Первичный и вторичный текст: роль и функции ремарок в театре Сэмюэля Беккета1
Статья посвящена трансформации функции ремарок в драматургии
Беккета, отражающей изменение взаимосвязи основного (монолог, диалог) и вспомогательного (ремарка) текста в театре ХХ века. Дидаскалии играют важную роль в формировании нового типа диалогизма и драматического действия. В театре С. Беккета ремарки выполняют не только
вспомогательную функцию пояснения к основному тексту, комментария к ситуации на сцене или поведению персонажей, но и формируют самостоятельный текст. Текст ремарок несет поэтическую функцию, вступает в языковую игру с другими частями текста, внося свою лепту в процесс говорения персонажей. В драматургии Беккета граница между репликой и
ремаркой постепенно стирается. Ключевые слова: театр С. Беккета,
функция ремарок, новый тип диалогизма.
Основной характеристикой нового типа драматического действия является фрагментарность, обусловленная невозможностью цельного, законченного высказывания.
Работа выполнена при поддержке гранта Дома наук о человеке (La Fondation Maison des Sciences de l’Homme, Париж)
Традиционная функция ремарок - описание места и времени действия, внешнего вида героя, психологического состояния персонажа, мизансце-нировки - носит вспомогательный характер.
Начиная с эпохи символизма, ремарки выполняют не только вспомогательную функцию пояснения к основному тексту, комментария к ситуации на сцене или поведению персонажей, но формируют самостоятельный текст, значение которого не сводится к объяснению психологии персонажей, описанию внешнего мира, окружающего героев. Так, поэтической функцией обладает текст ремарок в пьесах Метерлинка [14]. Но все же текст дидаскалий остается в символистском театре вторичным, в то время как в театре Беккета он обретает самостоятельное значение, стремясь слиться с основным текстом.
В творчестве Беккета исчезает различие между жанрами, между сценой и книгой, драмой и романом. Вся его поздняя проза не поддается жанровому определению, «нескончаемые солилоги» в его пьесах те же, что и в романах, а текст пьесы в целом - диалоги, монологи, ремарки, описания декораций - приобретает нарративное звучание.
В беккетовском тексте стирается различие не только между жанрами (что в целом характерно для искусства второй половины ХХ в.), но и между речевыми формами, шире - между всеми возможными формами коммуникации, смыслопередачи и смысловосприятия, на которые способно человеческое существо. «Поздние беккетовские пьесы, - размышляет Борис Дубин, - с их математически просчитанной музыкой звуков и пауз, отточенным, на глазах каменеющим балетом телодвижений <...>, почти сотрут разницу между живым, анестезированным и мертвым, здешним и потусторонним, живой сценой и записанным на пленку, между речью, шумом и молчанием» [4].

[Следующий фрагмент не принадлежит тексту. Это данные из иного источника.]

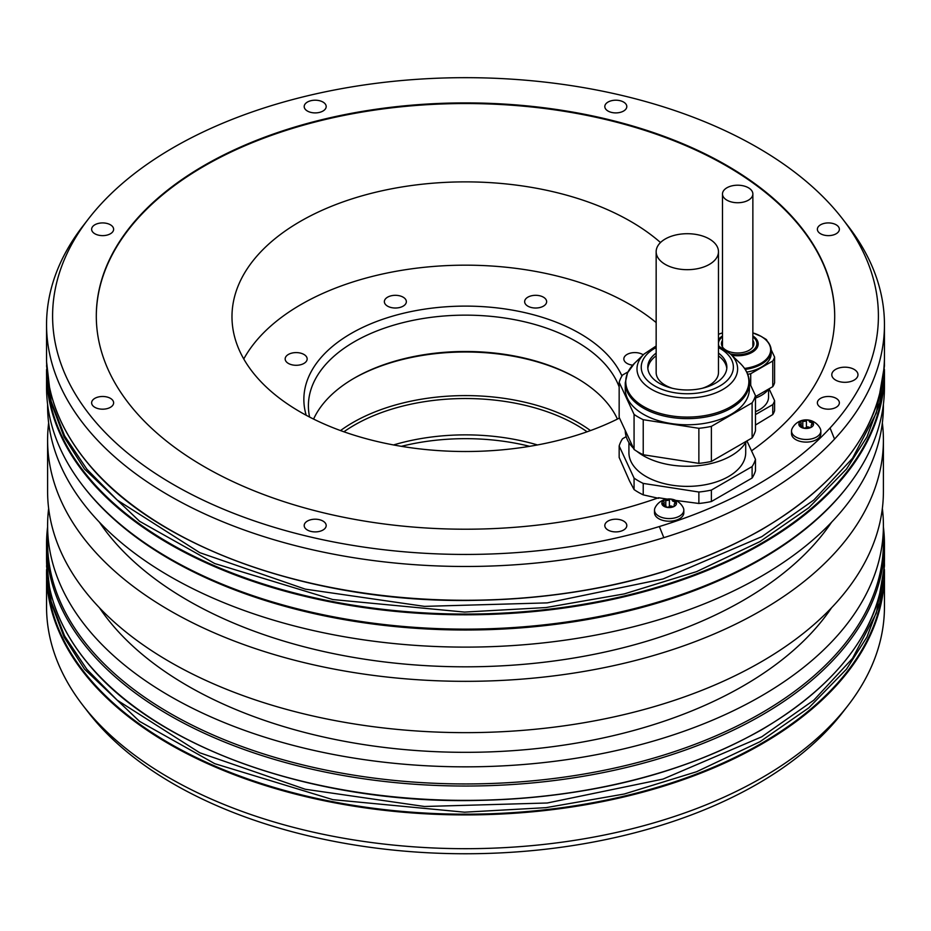 <?xml version="1.0" encoding="UTF-8"?>
<svg xmlns="http://www.w3.org/2000/svg" width="931" height="931" viewBox="0 0 931 931"><rect width="100%" height="100%" fill="white"/><g stroke="black" fill="none" stroke-linecap="round" stroke-linejoin="round"><path stroke-width="1.4" d="M647.836 368.501A39.544 22.833 180 0 1 649.116 363.94A39.544 22.833 180 0 1 656.157 355.793A42.465 24.52 180 0 0 655.75 356.096M718.883 356.096A42.465 24.52 180 0 0 718.476 355.84A39.544 22.833 180 0 1 726.785 368.501M656.157 353.093A39.544 22.833 0 0 0 649.116 361.24A39.544 22.833 0 0 0 647.778 367.151A39.544 22.833 0 0 0 682.155 389.786A39.544 22.833 0 0 0 725.505 373.052A39.544 22.833 0 0 0 726.855 367.151A39.544 22.833 0 0 0 718.476 353.093M625.26 382.804L625.26 388.96A62.051 35.832 0 0 0 679.211 424.478A62.051 35.832 0 0 0 747.256 398.224A62.051 35.832 0 0 0 749.374 388.96L749.374 382.804A62.051 35.832 180 0 1 747.256 392.079A62.051 35.832 180 0 1 679.211 418.333A62.051 35.832 180 0 1 625.26 382.804L627.529 372.831L634.5 363.299A61.562 35.541 0 0 0 627.855 372.353A61.562 35.541 0 0 0 671.379 415.878A61.562 35.541 0 0 0 746.767 390.752A61.562 35.541 0 0 0 740.122 363.299C746.185 369.165 749.269 375.67 749.374 382.804M739.808 362.997A69.127 39.905 180 0 1 740.564 363.509L740.75 363.905M749.362 382.478L755.472 395.628A69.127 39.905 180 0 1 754.087 399.283A69.127 39.905 180 0 1 752.108 402.855L711.389 426.363A69.127 39.905 180 0 1 698.867 428.307L643.228 419.695A69.127 39.905 180 0 1 634.069 414.411L619.162 382.292L619.162 417.344L634.069 449.464A69.127 39.905 0 0 0 643.228 454.759L698.867 463.37A69.127 39.905 0 0 0 711.389 461.427L752.108 437.919A69.127 39.905 0 0 0 754.087 434.346A69.127 39.905 0 0 0 755.472 430.692L755.472 395.628M627.971 371.911L622.513 375.053A69.127 39.905 0 0 0 619.162 382.292M634.069 449.464L634.069 414.411M643.228 419.695L643.228 454.759M698.867 463.37L698.867 428.307M711.389 426.363L711.389 461.427M752.108 437.919L752.108 402.855M625.26 430.483A62.051 35.832 0 0 0 633.522 448.3M636.897 451.326A62.051 35.832 0 0 0 697.168 465.803A62.051 35.832 0 0 0 746.534 441.143M628.925 442.562L628.925 452.664A58.397 33.714 0 0 0 672.194 485.226A58.397 33.714 0 0 0 745.708 452.664L745.708 442.562M746.918 440.922L755.472 459.332A69.127 39.905 180 0 1 752.108 466.571L711.389 490.078A69.127 39.905 180 0 1 698.867 492.022L643.228 483.41A69.127 39.905 180 0 1 634.069 478.115L619.162 445.996A69.127 39.905 180 0 1 622.513 438.769L626.191 436.639M634.069 478.115L634.069 489.566L629.484 480.873L619.162 457.447L619.162 445.996M834.7 316.377A369.2 213.152 0 0 0 465.5 103.539A369.2 213.152 0 0 0 96.3 316.377M755.472 425.036L772.777 414.551A37.438 21.622 0 0 0 774.592 410.641L774.592 400.691L769.064 388.786M660.498 242.526A233.518 134.82 0 0 0 630.613 221.369A233.518 134.82 0 0 0 376.136 192.135A233.518 134.82 0 0 0 231.982 316.691A233.518 134.82 0 0 0 300.387 412.026A233.518 134.82 0 0 0 619.476 418.054M847.943 705.558L842.427 712.692A412.899 238.383 180 0 1 757.462 783.937A412.899 238.383 180 0 1 88.573 712.692L83.057 705.558A418.95 241.874 0 0 0 761.744 777.851A418.95 241.874 0 0 0 847.943 705.558A418.95 241.874 0 0 0 884.45 606.814L884.45 573.042A418.95 241.874 180 0 1 761.744 744.067A418.95 241.874 180 0 1 305.17 796.505A418.95 241.874 180 0 1 46.55 573.042A418.95 241.874 180 0 1 46.597 569.458L46.55 606.814A418.95 241.874 0 0 0 83.057 705.558M47.597 527.062A418.95 241.874 0 0 0 46.55 544.158A418.95 241.874 0 0 0 305.17 767.621A418.95 241.874 0 0 0 761.744 715.194A418.95 241.874 0 0 0 884.45 544.158A418.95 241.874 0 0 0 883.403 527.062M46.55 387.261A418.95 241.874 0 0 0 83.057 486.005A418.95 241.874 0 0 0 761.744 558.297A418.95 241.874 0 0 0 847.943 486.005A418.95 241.874 0 0 0 884.45 387.261L884.45 372.924A418.95 241.874 180 0 1 761.744 543.96A418.95 241.874 180 0 1 305.17 596.387A418.95 241.874 180 0 1 46.55 372.924A418.95 241.874 180 0 1 46.597 369.339L46.55 387.261M88.573 218.738L83.057 225.861A418.95 241.874 0 0 0 46.55 324.605A418.95 241.874 0 0 0 663.826 537.664L659.357 526.539A412.899 238.383 0 0 0 830.068 427.969A412.899 238.383 0 0 0 842.427 218.738A412.899 238.383 0 0 0 465.5 77.669A412.899 238.383 0 0 0 88.573 218.738A412.899 238.383 0 0 0 183.651 490.265A412.899 238.383 0 0 0 659.357 526.539M830.068 427.981L834.537 439.106A418.95 241.874 0 0 0 884.45 324.605A418.95 241.874 0 0 0 847.943 225.861L842.427 218.738M834.537 439.106A418.95 241.874 180 0 1 663.826 537.664M48.645 508.466A417.903 241.269 0 0 0 47.597 525.573L47.597 542.68A417.903 241.269 180 0 0 305.577 765.585A417.903 241.269 180 0 0 760.999 713.286A417.903 241.269 0 0 0 883.403 542.68L883.403 525.573A417.903 241.269 0 0 0 882.355 508.466M48.645 422.953A417.903 241.269 0 0 0 47.597 440.06A417.903 241.269 0 0 0 465.5 681.329A417.903 241.269 0 0 0 883.403 440.06A417.903 241.269 0 0 0 882.355 422.953M883.403 440.06L883.403 491.37A417.903 241.269 180 0 1 465.5 732.639A417.903 241.269 180 0 1 47.597 491.37L47.597 440.06M847.943 486.005L846.989 487.239A417.903 241.269 0 0 1 760.999 559.356A417.903 241.269 180 0 1 84.011 487.239L83.057 486.005M47.597 404.357L47.597 405.846A417.903 241.269 0 0 0 305.577 628.751A417.903 241.269 0 0 0 760.999 576.452A417.903 241.269 0 0 0 883.403 405.846L883.403 404.357M47.597 525.573A417.903 241.269 0 0 0 305.577 748.477A417.903 241.269 0 0 0 760.999 696.179A417.903 241.269 0 0 0 883.403 525.573M99.431 522.233A392.766 226.757 180 0 0 743.229 600.402A392.766 226.757 0 0 0 831.569 522.233M99.431 607.757A392.766 226.757 180 0 0 743.229 685.914A392.766 226.757 0 0 0 831.569 607.757M322.976 521.069A10.997 6.354 0 0 0 310.989 519.684A10.997 6.354 0 0 0 304.193 525.55A10.997 6.354 0 0 0 307.416 530.042A10.997 6.354 0 0 0 319.403 531.415A10.997 6.354 0 0 0 326.187 525.55A10.997 6.354 0 0 0 322.976 521.069M110.405 398.34A10.997 6.354 0 0 0 98.418 396.967A10.997 6.354 0 0 0 91.634 402.832A10.997 6.354 0 0 0 94.857 407.324A10.997 6.354 0 0 0 106.844 408.697A10.997 6.354 0 0 0 113.629 402.832A10.997 6.354 0 0 0 110.405 398.34M110.405 224.79A10.997 6.354 0 0 0 98.418 223.405A10.997 6.354 0 0 0 91.634 229.282A10.997 6.354 0 0 0 94.857 233.762A10.997 6.354 0 0 0 106.844 235.147A10.997 6.354 0 0 0 113.629 229.282A10.997 6.354 0 0 0 110.405 224.79M322.976 102.061A10.997 6.354 0 0 0 310.989 100.688A10.997 6.354 0 0 0 304.193 106.553A10.997 6.354 0 0 0 307.416 111.045A10.997 6.354 0 0 0 319.403 112.418A10.997 6.354 0 0 0 326.187 106.553A10.997 6.354 0 0 0 322.976 102.061M623.584 102.061A10.997 6.354 0 0 0 611.597 100.688A10.997 6.354 0 0 0 604.813 106.553A10.997 6.354 0 0 0 608.024 111.045A10.997 6.354 0 0 0 620.011 112.418A10.997 6.354 0 0 0 626.807 106.553A10.997 6.354 0 0 0 623.584 102.061M836.143 224.79A10.997 6.354 0 0 0 824.156 223.405A10.997 6.354 0 0 0 817.371 229.282A10.997 6.354 0 0 0 820.595 233.762A10.997 6.354 0 0 0 832.582 235.147A10.997 6.354 0 0 0 839.366 229.282A10.997 6.354 0 0 0 836.143 224.79M836.143 398.34A10.997 6.354 0 0 0 824.156 396.967A10.997 6.354 0 0 0 817.371 402.832A10.997 6.354 0 0 0 820.595 407.324A10.997 6.354 0 0 0 832.582 408.697A10.997 6.354 0 0 0 839.366 402.832A10.997 6.354 0 0 0 836.143 398.34M854.134 369.398A13.092 7.564 0 0 0 839.867 367.757A13.092 7.564 0 0 0 831.79 374.739A13.092 7.564 0 0 0 835.631 380.092A13.092 7.564 0 0 0 849.898 381.733A13.092 7.564 0 0 0 857.975 374.739A13.092 7.564 0 0 0 854.134 369.398M623.584 521.069A10.997 6.354 0 0 0 611.597 519.684A10.997 6.354 0 0 0 604.813 525.55A10.997 6.354 0 0 0 608.024 530.042A10.997 6.354 0 0 0 620.011 531.415A10.997 6.354 0 0 0 626.807 525.55A10.997 6.354 0 0 0 623.584 521.069M667.224 499.097L658.543 497.748A369.2 213.152 180 0 1 285.165 502.053A369.2 213.152 180 0 1 96.3 316.051A369.2 213.152 180 0 1 465.5 102.899A369.2 213.152 180 0 1 834.7 316.051A369.2 213.152 180 0 1 751.526 450.837M711.389 490.078L711.389 501.53A69.127 39.905 0 0 1 698.867 503.473L675.72 500.413M755.472 459.332L755.472 470.795A69.127 39.905 0 0 1 752.108 478.022L711.389 501.53M820.839 431.006L820.839 433.637A14.663 8.46 180 0 1 811.785 441.457A14.663 8.46 180 0 1 795.807 439.63A14.663 8.46 180 0 1 791.513 433.637L791.513 431.006A14.663 8.46 180 0 1 792.06 428.726A15.687 15.687 0 0 1 820.304 428.726A14.663 8.46 180 0 1 820.839 431.006A14.663 8.46 180 0 1 811.785 438.827A14.663 8.46 180 0 1 795.807 436.988A14.663 8.46 180 0 1 791.513 431.006M683.831 510.107L683.831 512.748A14.663 8.46 180 0 1 674.777 520.569A14.663 8.46 180 0 1 658.799 518.73A14.663 8.46 180 0 1 654.505 512.748L654.505 510.107A14.663 8.46 180 0 1 655.04 507.837A15.687 15.687 0 0 1 683.296 507.837A14.663 8.46 180 0 1 683.831 510.107A14.663 8.46 180 0 1 674.777 517.927A14.663 8.46 180 0 1 658.799 516.1A14.663 8.46 180 0 1 654.505 510.107M752.108 478.022L752.108 466.571M643.228 483.41L643.228 494.861L658.543 498.318M698.867 503.473L698.867 492.022M634.069 489.566A69.127 39.905 0 0 0 643.228 494.861M803.197 427.55L803.197 427.434A2.572 1.478 0 0 1 803.197 427.48L803.197 427.527A1.466 0.85 0 0 0 803.197 427.504A1.466 0.85 0 0 0 804.279 428.318A7.332 4.236 180 0 1 800.997 427.224A7.332 4.236 180 0 1 799.101 425.327A7.332 4.236 180 0 1 800.997 421.243A7.332 4.236 180 0 1 808.073 420.149A7.332 4.236 180 0 1 811.367 421.243A7.332 4.236 180 0 1 813.263 423.14A1.466 0.85 0 0 0 811.797 422.511L811.797 424.443M809.155 421.08L809.155 421.033A2.572 1.478 0 0 1 809.155 420.987A1.466 0.85 0 0 0 809.167 420.963A1.466 0.85 0 0 0 808.073 420.149A1.466 0.85 0 0 0 806.409 420.556L806.409 427.329A2.572 1.478 180 0 1 803.581 428.074M809.155 421.033A2.572 1.478 0 0 0 811.797 422.511M803.197 427.434A2.572 1.478 0 0 0 800.555 425.956A1.466 0.85 0 0 1 799.101 425.327A1.466 0.85 0 0 1 799.042 425.106A1.466 0.85 0 0 1 799.822 424.361A2.572 1.478 0 0 0 801.172 423.058A2.572 1.478 0 0 0 800.788 422.278A1.466 0.85 0 0 1 800.567 421.836A1.466 0.85 0 0 1 800.997 421.243A1.466 0.85 0 0 1 802.801 421.115A2.572 1.478 0 0 0 806.409 420.556M811.192 427.306L811.192 425.409A2.572 1.478 0 0 1 812.542 424.105A1.466 0.85 0 0 0 813.31 423.361A1.466 0.85 0 0 0 813.263 423.14A7.332 4.236 180 0 1 811.367 427.224A1.466 0.85 0 0 1 809.563 427.352A2.572 1.478 0 0 0 805.955 427.911A1.466 0.85 0 0 1 804.279 428.318A7.332 4.236 180 0 0 811.367 427.224A1.466 0.85 0 0 0 811.797 426.631A1.466 0.85 0 0 0 811.576 426.189L811.576 427.073M811.192 425.409A2.572 1.478 0 0 0 811.576 426.189M808.783 427.166A1.466 0.85 0 0 0 806.409 427.329M666.189 506.58L666.189 506.534A2.572 1.478 0 0 1 666.189 506.58A1.466 0.85 0 0 0 666.189 506.604A1.466 0.85 0 0 0 667.271 507.43A7.332 4.236 180 0 1 663.978 506.324A7.332 4.236 180 0 1 662.081 504.427A7.332 4.236 180 0 1 663.978 500.343A7.332 4.236 180 0 1 671.065 499.249A7.332 4.236 180 0 1 674.347 500.343A7.332 4.236 180 0 1 676.243 502.24A1.466 0.85 0 0 0 674.789 501.611L674.789 503.543M672.147 500.18L672.147 500.133A2.572 1.478 0 0 1 672.147 500.087A1.466 0.85 0 0 0 672.147 500.063A1.466 0.85 0 0 0 671.065 499.249A1.466 0.85 0 0 0 669.401 499.668L669.401 506.441A2.572 1.478 180 0 1 666.573 507.174M672.147 500.133A2.572 1.478 0 0 0 674.789 501.611M666.189 506.534A2.572 1.478 0 0 0 663.547 505.056A1.466 0.85 0 0 1 662.081 504.427A1.466 0.85 0 0 1 662.034 504.218A1.466 0.85 0 0 1 662.802 503.473A2.572 1.478 0 0 0 664.152 502.17A2.572 1.478 0 0 0 663.768 501.39A1.466 0.85 0 0 1 663.559 500.936A1.466 0.85 0 0 1 663.978 500.343A1.466 0.85 0 0 1 665.793 500.226A2.572 1.478 0 0 0 669.401 499.668M674.184 506.417L674.184 504.509A2.572 1.478 0 0 1 675.534 503.205A1.466 0.85 0 0 0 676.302 502.461A1.466 0.85 0 0 0 676.243 502.24A7.332 4.236 180 0 1 674.347 506.324A1.466 0.85 0 0 1 672.543 506.452A2.572 1.478 0 0 0 668.935 507.011A1.466 0.85 0 0 1 667.271 507.43A7.332 4.236 180 0 0 674.347 506.324A1.466 0.85 0 0 0 674.777 505.731A1.466 0.85 0 0 0 674.556 505.289L674.556 506.173M674.184 504.509A2.572 1.478 0 0 0 674.556 505.289M671.763 506.266A1.466 0.85 0 0 0 669.401 506.441M755.472 414.598L772.777 404.613A37.438 21.622 0 0 0 774.592 400.691M772.777 414.551L772.777 404.613M768.552 389.205L768.552 397.083A30.886 17.829 180 0 1 759.51 409.687A30.886 17.829 180 0 1 755.472 411.653M768.703 388.995A33.516 19.353 180 0 1 755.472 398.084M755.472 396.641L772.777 386.656L772.777 360.995A37.438 21.622 0 0 0 774.592 357.085L771.159 349.684M774.592 357.085L774.592 382.734A37.438 21.622 180 0 1 772.777 386.656M767.167 341.095L766.516 339.687A37.438 21.622 0 0 0 763.083 337.592M772.777 360.995L750.712 373.727L750.712 385.387M747.721 374.297A37.438 21.622 0 0 0 750.712 373.727M768.028 342.329A33.516 19.353 180 0 1 771.194 350.545L771.194 353.466A33.516 19.353 180 0 1 746.743 372.097M752.865 340.315A16.234 9.368 180 0 1 753.912 343.632A16.234 9.368 180 0 1 743.881 352.29A16.234 9.368 180 0 1 726.192 350.265A16.234 9.368 180 0 1 721.444 343.632A16.234 9.368 180 0 1 722.491 340.315M722.491 342.026A16.234 9.368 0 0 0 721.502 344.493M753.842 344.493A16.234 9.368 0 0 0 752.865 342.026M726.936 200.177A15.187 8.763 0 0 0 743.485 202.074A15.187 8.763 0 0 0 752.865 193.974A15.187 8.763 0 0 0 748.408 187.771A15.187 8.763 0 0 0 731.859 185.874A15.187 8.763 0 0 0 722.491 193.974A15.187 8.763 0 0 0 726.936 200.177M656.157 251.696A31.165 17.992 0 0 0 665.281 264.416A31.165 17.992 0 0 0 699.239 268.314A31.165 17.992 0 0 0 718.476 251.696A31.165 17.992 0 0 0 709.341 238.976A31.165 17.992 0 0 0 675.382 235.078A31.165 17.992 0 0 0 656.157 251.696L656.157 372.493A31.165 17.992 0 0 0 665.281 385.213A31.165 17.992 0 0 0 672.415 388.297M702.218 388.297A31.165 17.992 0 0 0 718.476 372.493L718.476 251.696M296.163 365.289A10.997 6.354 0 0 0 307.16 358.935A10.997 6.354 0 0 0 296.163 352.593A10.997 6.354 0 0 0 285.165 358.935A10.997 6.354 0 0 0 296.163 365.289M529.646 446.321A161.645 93.321 0 0 0 401.354 446.321M656.157 322.568A232.541 134.262 0 0 0 301.062 304.495A232.541 134.262 0 0 0 243.771 358.97M643.251 354.851A10.997 6.354 0 0 0 627.063 354.443A10.997 6.354 0 0 0 623.84 358.935A10.997 6.354 0 0 0 632.684 365.161M546.637 301.667A10.997 6.354 0 0 0 535.639 295.313A10.997 6.354 0 0 0 524.642 301.667A10.997 6.354 0 0 0 535.639 308.021A10.997 6.354 0 0 0 546.637 301.667M403.135 297.175A10.997 6.354 0 0 0 391.148 295.802A10.997 6.354 0 0 0 384.363 301.667A10.997 6.354 0 0 0 387.587 306.159A10.997 6.354 0 0 0 399.562 307.533A10.997 6.354 0 0 0 406.358 301.667A10.997 6.354 0 0 0 403.135 297.175M621.943 375.973A161.645 93.321 0 0 0 507.93 309.383A161.645 93.321 0 0 0 351.196 333.449A161.645 93.321 0 0 0 306.206 415.273M619.162 386.947A157.106 90.703 0 0 0 576.592 341.712A157.106 90.703 0 0 0 354.408 341.712A157.106 90.703 0 0 0 308.394 405.846A157.106 90.703 0 0 0 309.604 417.065M617.416 419.078A157.106 90.703 180 0 0 576.592 378.056L576.592 378.056A157.106 90.703 0 0 0 354.408 378.056A157.106 90.703 0 0 0 313.584 419.078M577.325 378.486A159.201 91.913 0 0 0 353.675 378.486M590.475 430.576A159.201 91.913 180 0 0 578.07 422.523A159.201 91.913 0 0 0 340.525 430.576M343.9 431.798A157.106 90.703 0 0 1 576.592 425.095A157.106 90.703 180 0 1 587.1 431.798M537.478 444.948A157.106 90.703 0 0 0 393.522 444.948M718.476 347.554A46.073 26.603 180 0 1 731.813 374.029A46.073 26.603 180 0 1 675.382 392.847A46.073 26.603 180 0 1 642.809 360.262A46.073 26.603 180 0 1 656.157 347.554M718.476 345.983L730.474 353.989A50.309 29.047 180 0 1 735.909 376.427A50.309 29.047 180 0 1 674.288 396.967A50.309 29.047 180 0 1 638.713 361.391A50.309 29.047 180 0 1 644.147 353.989L656.157 345.983M884.45 558.495C882.728 625.038 841.799 682.132 761.639 729.776C679.036 776.07 580.211 799.682 465.139 800.602C307.754 801.51 154.942 746.034 88.108 663.652C76.47 649.698 67.23 635.221 60.387 620.232C51.182 600.006 46.573 579.431 46.55 558.495A418.95 241.874 0 0 0 305.17 781.97A418.95 241.874 0 0 0 761.744 729.532A418.95 241.874 0 0 0 884.45 558.495L884.45 544.158M884.45 358.388C882.728 424.932 841.799 482.014 761.639 529.658C679.036 575.952 580.211 599.564 465.139 600.483C307.754 601.391 154.942 545.927 88.108 463.545C76.47 449.58 67.23 435.114 60.387 420.125C51.182 399.888 46.573 379.313 46.55 358.388A418.95 241.874 0 0 0 305.17 581.852A418.95 241.874 0 0 0 761.744 529.425A418.95 241.874 0 0 0 884.45 358.388L884.45 324.605M169.442 729.636A418.426 241.571 0 0 0 761.372 729.741M884.403 569.458A418.95 241.874 180 0 1 884.45 573.042L884.403 569.458M884.403 369.339A418.95 241.874 180 0 1 884.45 372.924L884.403 369.339M883.682 580.921A418.426 241.571 180 0 1 761.372 743.427A418.426 241.571 180 0 1 312.048 797.355A418.426 241.571 180 0 1 47.318 580.921M883.682 380.802A418.426 241.571 180 0 1 761.372 543.32A418.426 241.571 180 0 1 312.048 597.237A418.426 241.571 180 0 1 47.318 380.802M169.442 529.53A418.426 241.571 0 0 0 761.372 529.634M799.822 424.361L799.822 425.851M802.801 421.115L802.801 426.642M662.802 503.473L662.802 504.963M665.793 500.226L665.793 505.742M744.556 368.432A32.992 19.051 -0 0 0 769.309 355.2A32.992 19.051 -0 0 0 760.999 336.335A32.992 19.051 0 0 0 752.865 332.891L761.151 336.382C767.691 340.246 771.031 344.97 771.194 350.545A33.516 19.353 180 0 1 745.207 369.398M722.491 332.891A32.992 19.051 0 0 0 718.476 334.31L722.491 332.879M752.865 335.951A20.517 11.847 180 0 1 755.041 350.231A20.517 11.847 180 0 1 731.801 355.27M718.476 339.745A20.517 11.847 180 0 1 722.491 335.951M722.491 336.847A19.214 11.091 0 0 0 718.476 343.341M718.476 343.923A19.214 11.091 0 0 0 719 346.239M730.37 353.885A19.214 11.091 -0 0 0 752.958 350.347A19.214 11.091 -0 0 0 752.865 336.847M884.403 361.973L884.45 365.743L876.374 412.91L852.528 458.261L813.822 500.052L761.744 536.687L663.012 578.966L547.277 602.881L424.489 606.372L305.252 589.137L199.793 552.665L117.225 500.098L86.827 469.143L64.635 435.941L51.112 401.226L46.597 361.973M884.403 562.08L884.45 565.862L876.374 613.029L852.528 658.368L813.822 700.17L761.744 736.805L663.012 779.084L547.277 802.999L424.489 806.49L305.252 789.255L199.793 752.783L117.225 700.205L86.827 669.249L64.635 636.059L51.112 601.345L46.597 562.08M644.147 353.989L634.5 363.299M730.474 353.989L740.122 363.299M46.55 558.495L46.55 544.158M46.55 358.388L46.55 324.605M801.172 425.991L801.172 423.058M664.152 505.091L664.152 502.17M752.865 346.949L752.865 193.974M722.491 346.949L722.491 193.974M46.55 365.743L51.275 403.053L64.099 437.011L84.5 469.038L139.545 521.255L214.758 563.558L332.879 599.552L464.511 612.086L545.95 607.547L624.294 593.897L696.563 571.634L760.01 541.574L808.83 507.721L846.5 469.038L866.901 437.011L879.725 403.053L884.45 365.743M46.55 565.862L51.275 603.172L64.099 637.118L84.5 669.156L139.545 721.362L214.758 763.676L332.879 799.659L464.511 812.193L545.95 807.654L624.294 794.003L696.563 771.741L760.01 741.693L808.83 707.828L846.5 669.156L866.901 637.118L879.725 603.172L884.45 565.862"/></g></svg>

В пьесах Беккета диалог становится монологичным, а монолог превращается в диалог героя с самим собой, точнее, в диалог с кем-то неопределенным и неопределяемым, поскольку «я» невозможно идентифицировать, наделить законченным смыслом. Ремарка в таком театре оказывается заметной не только для читателя, но и для зрителя, по своей роли приближаясь к реплике персонажа, которого можно было бы назвать голосом автора, а иногда и одного из персонажей пьесы, поскольку она выполняет уже не вспомогательную функцию, а воплощает интенцию автора (или одного из героев), вступающего на глазах у зрителя в диалог со своими персонажами.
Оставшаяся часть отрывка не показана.